Google gets serious about SSL
Posted 14th September 2016 in Security
Google has been serious about SSL for a while. Serving websites over an encrypted connection sounds great, but when the biggest search engine in the world starts taking action you know it’s worth taking action.
For a good while now, Google have given sites a boost in their search position for using SSL. But now they’re starting to make life difficult for websites that don’t!
So how are they doing it? Reducing your search ranking for not using SSL would have the same net effect as increasing it if you do, so they’re using a different method…
Enter Google Chrome
Everyone knows Google do search. It’s a hugely popular search engine and to many it’s synonymous with search (the verb ‘to google’ entered the Oxford English Dictionary in 2006. But Google have lots of other products.
I’m almost certain you’ll’ve heard of Chrome. But don’t worry if you haven’t – it’s a web browser made by Google. And it’s by far and away the most used web browser in the world, with usage currently sitting at just over 58% globally. Its closest competitor is Apple’s Safari at 12.7%.
So Chrome is a very big deal indeed.
So what’s happening?
In your web browser, just to the left of the box where you type web addresses, there’s an icon. In Chrome, this icon gives you information on the website you’re visiting:
- the cookies the website has set (is it tracking your usage, have you logged in, etc.)
- the permissions you’ve given the site (maybe you’ve allowed it to use your location, so that searching for products near you is easier)
- details on how the website has been served to your browser (including whether it’s over SSL/HTTPS)
It’s this last point that’s important to us here.
At present, if your site is served securely, Chrome displays a nice padlock icon and highlights the ‘https://’ part of the address; all in a lovely positive feeling green colour:
If it’s not, you just see a grey ‘information’ symbol: the letter ‘i’ in a circle:
From January 2017, this will continue to be the case for your average non-secure web page but on pages that ask for passwords or credit card information Chrome will go even further. It’ll highlight pages that ask for passwords, etc. with a “Not secure” label next to the ‘i’.
Following on from that that, they have plans to roll the warning out across all web pages. Not just those that ask for passwords or credit card details. After all, as their blog post explains:
When you load a website over HTTP, someone else on the network can look at or modify the site before it gets to you
From there, the warning will get more in-your-face. They’ll swap the ‘i’ symbol for a warning sign: a triangle with an exclamation mark in it. What’s more, the new symbol and the “Not secure” wording will be in red.

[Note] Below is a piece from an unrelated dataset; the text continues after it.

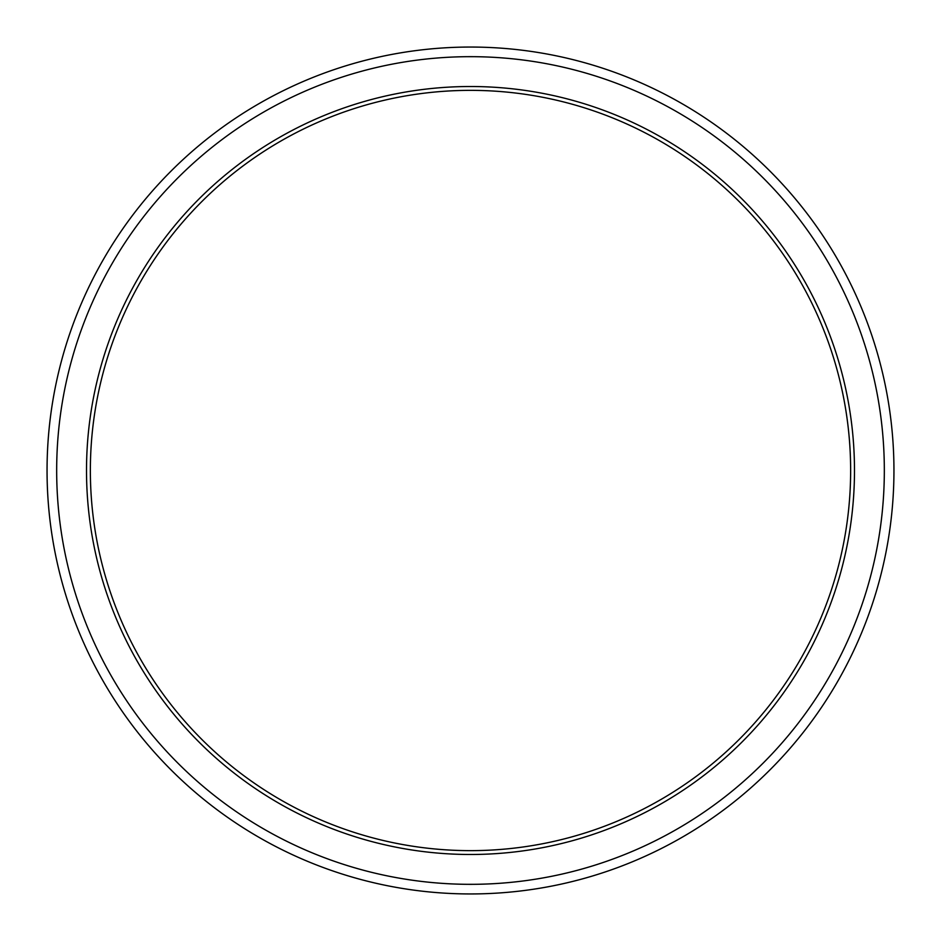 <?xml version="1.0" encoding="UTF-8"?>
<svg xmlns="http://www.w3.org/2000/svg" width="941" height="941" viewBox="0 0 941 941"><rect width="100%" height="100%" fill="white"/><g stroke="black" fill="none" stroke-linecap="round" stroke-linejoin="round"><path stroke-width="1.41" d="M470.5 86.513A383.987 383.987 0 0 0 86.513 470.5A383.987 383.987 0 0 0 470.5 854.487A383.987 383.987 0 0 0 854.487 470.5A383.987 383.987 0 0 0 470.5 86.513M470.5 90.36A380.14 380.14 0 0 0 90.36 470.5A380.14 380.14 0 0 0 470.5 850.64A380.14 380.14 0 0 0 850.64 470.5A380.14 380.14 0 0 0 470.5 90.36M884.328 470.5A413.828 413.828 0 0 1 470.5 884.328A413.828 413.828 0 0 1 56.672 470.5A413.828 413.828 0 0 1 470.5 56.672A413.828 413.828 0 0 1 884.328 470.5M893.95 470.5A423.45 423.45 0 0 1 470.5 893.95A423.45 423.45 0 0 1 47.05 470.5A423.45 423.45 0 0 1 470.5 47.05A423.45 423.45 0 0 1 893.95 470.5"/></g></svg>

So we’ll have green, a padlock and ‘https’ for secure sites, and red, “Not secure” and a warning sign for all the rest, whenever any sensitive information is requested.
What does that mean?
If you were to visit a site and your browser told you it was not secure, presented a warning symbol and it was all in red, how would you feel about that site?
- Would you sign up to their mailing list, entrusting them with your email address?
- Would you send them a message, knowing that someone could intercept it on its way to them?
- Would you sign up for an account with them?
- Would you spend money there, giving them your credit or debit card details?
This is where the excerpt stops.